TASK
In the listing that follows, copy out each line that includes the word "ExtResource".
=====
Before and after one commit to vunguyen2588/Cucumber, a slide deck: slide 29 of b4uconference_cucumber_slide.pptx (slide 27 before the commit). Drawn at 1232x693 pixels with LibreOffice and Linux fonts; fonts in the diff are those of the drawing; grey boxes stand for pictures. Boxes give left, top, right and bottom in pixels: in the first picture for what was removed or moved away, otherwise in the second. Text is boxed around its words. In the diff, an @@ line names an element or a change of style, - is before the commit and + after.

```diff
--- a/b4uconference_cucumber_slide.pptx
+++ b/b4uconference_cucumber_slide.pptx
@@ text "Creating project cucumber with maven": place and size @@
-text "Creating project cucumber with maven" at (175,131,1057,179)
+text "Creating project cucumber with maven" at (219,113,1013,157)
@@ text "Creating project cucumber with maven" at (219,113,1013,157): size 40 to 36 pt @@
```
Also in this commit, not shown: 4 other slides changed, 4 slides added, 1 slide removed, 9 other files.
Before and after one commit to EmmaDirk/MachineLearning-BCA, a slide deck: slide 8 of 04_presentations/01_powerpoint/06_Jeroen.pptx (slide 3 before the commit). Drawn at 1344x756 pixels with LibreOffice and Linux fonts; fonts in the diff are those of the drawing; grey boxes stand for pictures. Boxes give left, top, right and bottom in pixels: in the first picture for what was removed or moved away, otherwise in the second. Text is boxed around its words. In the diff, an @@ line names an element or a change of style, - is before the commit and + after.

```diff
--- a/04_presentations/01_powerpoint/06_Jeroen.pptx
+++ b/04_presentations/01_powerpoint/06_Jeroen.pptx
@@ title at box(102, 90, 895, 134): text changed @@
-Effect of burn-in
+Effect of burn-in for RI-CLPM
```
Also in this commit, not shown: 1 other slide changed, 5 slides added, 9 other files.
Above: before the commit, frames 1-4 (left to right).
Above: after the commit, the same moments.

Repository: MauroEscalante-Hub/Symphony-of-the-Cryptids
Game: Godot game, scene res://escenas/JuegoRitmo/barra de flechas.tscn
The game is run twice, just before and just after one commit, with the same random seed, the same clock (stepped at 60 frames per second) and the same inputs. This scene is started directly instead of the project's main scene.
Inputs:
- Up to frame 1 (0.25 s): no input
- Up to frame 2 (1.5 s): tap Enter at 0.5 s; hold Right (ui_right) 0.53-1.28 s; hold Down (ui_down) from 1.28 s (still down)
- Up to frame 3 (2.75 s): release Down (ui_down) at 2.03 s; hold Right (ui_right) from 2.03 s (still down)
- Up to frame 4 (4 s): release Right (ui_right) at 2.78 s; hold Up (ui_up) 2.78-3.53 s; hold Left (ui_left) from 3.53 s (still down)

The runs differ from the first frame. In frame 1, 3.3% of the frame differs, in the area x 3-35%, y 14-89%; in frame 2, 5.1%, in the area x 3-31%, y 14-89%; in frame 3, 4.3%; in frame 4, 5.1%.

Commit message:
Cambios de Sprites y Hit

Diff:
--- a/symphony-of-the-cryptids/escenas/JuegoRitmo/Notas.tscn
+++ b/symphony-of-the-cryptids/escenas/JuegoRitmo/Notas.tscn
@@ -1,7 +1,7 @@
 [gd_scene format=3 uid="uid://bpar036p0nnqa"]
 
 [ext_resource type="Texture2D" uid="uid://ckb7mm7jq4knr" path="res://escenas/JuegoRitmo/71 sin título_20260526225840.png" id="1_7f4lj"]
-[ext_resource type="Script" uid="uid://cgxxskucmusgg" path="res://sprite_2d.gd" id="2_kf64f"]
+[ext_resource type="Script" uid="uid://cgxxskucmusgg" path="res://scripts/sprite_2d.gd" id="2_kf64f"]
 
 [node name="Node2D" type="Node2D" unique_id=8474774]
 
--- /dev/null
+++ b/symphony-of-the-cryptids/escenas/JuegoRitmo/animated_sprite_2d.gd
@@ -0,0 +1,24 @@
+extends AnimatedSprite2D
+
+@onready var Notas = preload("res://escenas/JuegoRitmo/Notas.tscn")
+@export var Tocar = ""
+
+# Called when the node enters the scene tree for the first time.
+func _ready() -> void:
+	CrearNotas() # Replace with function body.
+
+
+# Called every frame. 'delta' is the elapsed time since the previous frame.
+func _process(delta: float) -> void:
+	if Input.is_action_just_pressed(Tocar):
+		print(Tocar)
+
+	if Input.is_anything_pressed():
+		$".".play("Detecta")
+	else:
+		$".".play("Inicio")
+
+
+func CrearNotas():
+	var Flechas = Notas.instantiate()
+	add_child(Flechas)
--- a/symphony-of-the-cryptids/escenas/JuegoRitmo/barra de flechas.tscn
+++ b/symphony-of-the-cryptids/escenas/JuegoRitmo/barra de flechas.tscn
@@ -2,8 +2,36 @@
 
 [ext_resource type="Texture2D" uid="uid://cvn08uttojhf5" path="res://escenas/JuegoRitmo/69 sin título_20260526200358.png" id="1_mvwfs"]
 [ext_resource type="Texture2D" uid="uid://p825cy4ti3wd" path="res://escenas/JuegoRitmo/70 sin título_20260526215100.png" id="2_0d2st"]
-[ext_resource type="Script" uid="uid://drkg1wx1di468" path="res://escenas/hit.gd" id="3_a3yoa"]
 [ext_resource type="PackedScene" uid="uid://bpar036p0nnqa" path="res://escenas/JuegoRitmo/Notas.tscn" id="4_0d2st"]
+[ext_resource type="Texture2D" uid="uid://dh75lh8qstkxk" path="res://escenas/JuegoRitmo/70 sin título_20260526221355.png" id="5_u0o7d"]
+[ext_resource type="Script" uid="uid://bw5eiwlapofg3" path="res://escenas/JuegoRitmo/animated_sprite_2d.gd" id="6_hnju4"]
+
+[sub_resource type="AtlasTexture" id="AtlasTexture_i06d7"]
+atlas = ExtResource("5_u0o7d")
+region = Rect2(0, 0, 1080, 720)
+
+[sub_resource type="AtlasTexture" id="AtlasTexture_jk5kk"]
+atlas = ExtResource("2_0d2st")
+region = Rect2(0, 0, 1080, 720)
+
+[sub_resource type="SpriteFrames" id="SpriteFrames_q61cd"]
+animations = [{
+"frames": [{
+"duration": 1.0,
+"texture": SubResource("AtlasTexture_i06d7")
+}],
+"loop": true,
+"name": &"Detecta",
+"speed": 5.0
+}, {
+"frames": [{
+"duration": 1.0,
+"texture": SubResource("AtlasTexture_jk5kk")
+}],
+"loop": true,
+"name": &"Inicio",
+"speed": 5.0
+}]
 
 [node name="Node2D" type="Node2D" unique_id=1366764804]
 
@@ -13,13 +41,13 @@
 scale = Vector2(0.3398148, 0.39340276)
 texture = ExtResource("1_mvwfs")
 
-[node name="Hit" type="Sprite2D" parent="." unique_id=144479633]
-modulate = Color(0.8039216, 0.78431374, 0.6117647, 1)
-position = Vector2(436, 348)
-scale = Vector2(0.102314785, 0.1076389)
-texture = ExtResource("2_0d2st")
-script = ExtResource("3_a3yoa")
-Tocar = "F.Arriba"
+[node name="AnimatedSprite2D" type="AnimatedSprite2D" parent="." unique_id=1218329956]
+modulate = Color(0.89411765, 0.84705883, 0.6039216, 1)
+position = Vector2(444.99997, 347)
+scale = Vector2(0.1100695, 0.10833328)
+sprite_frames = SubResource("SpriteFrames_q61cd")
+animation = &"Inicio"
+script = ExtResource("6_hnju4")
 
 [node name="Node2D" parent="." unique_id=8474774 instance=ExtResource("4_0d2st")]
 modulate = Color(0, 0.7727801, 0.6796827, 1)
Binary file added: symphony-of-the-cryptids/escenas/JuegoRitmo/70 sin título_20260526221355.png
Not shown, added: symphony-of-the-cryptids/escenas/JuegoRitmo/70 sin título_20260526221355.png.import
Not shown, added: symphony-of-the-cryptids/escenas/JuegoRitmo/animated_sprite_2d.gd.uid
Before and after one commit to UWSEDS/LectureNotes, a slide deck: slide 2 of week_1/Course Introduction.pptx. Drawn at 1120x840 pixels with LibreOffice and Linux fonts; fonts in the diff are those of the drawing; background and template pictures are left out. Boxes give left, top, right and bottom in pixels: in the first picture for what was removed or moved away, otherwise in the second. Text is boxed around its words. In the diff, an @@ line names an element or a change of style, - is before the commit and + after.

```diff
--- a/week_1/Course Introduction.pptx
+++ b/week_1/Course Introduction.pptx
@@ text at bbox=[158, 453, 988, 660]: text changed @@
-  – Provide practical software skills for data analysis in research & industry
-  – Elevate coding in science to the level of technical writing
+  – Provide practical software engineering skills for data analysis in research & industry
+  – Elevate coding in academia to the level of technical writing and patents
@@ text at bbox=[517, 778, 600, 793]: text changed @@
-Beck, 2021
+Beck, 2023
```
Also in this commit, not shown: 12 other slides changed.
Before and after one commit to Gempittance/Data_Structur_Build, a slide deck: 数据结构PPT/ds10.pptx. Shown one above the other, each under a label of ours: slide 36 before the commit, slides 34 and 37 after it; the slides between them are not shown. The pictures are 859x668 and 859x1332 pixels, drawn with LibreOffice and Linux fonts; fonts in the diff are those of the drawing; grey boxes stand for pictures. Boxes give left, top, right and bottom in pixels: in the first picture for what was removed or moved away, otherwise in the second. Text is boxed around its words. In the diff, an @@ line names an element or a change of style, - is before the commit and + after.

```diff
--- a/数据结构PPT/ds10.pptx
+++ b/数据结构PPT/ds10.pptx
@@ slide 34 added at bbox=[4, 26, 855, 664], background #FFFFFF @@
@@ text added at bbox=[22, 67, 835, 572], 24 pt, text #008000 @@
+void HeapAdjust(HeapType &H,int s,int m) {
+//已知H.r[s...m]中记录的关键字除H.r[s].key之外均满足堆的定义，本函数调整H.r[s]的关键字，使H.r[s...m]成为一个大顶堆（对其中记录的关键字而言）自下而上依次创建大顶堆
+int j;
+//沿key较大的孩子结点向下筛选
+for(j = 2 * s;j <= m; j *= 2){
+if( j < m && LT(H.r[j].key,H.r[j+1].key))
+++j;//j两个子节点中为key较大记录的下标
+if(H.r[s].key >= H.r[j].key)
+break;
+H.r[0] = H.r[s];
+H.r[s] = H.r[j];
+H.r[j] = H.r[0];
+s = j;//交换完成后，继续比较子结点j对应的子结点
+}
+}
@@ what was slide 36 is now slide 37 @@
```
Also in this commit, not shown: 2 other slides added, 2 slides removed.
=====
TASK ANSWER
+atlas = ExtResource("5_u0o7d")
+atlas = ExtResource("2_0d2st")
 texture = ExtResource("1_mvwfs")
-texture = ExtResource("2_0d2st")
-script = ExtResource("3_a3yoa")
+script = ExtResource("6_hnju4")
 [node name="Node2D" parent="." unique_id=8474774 instance=ExtResource("4_0d2st")]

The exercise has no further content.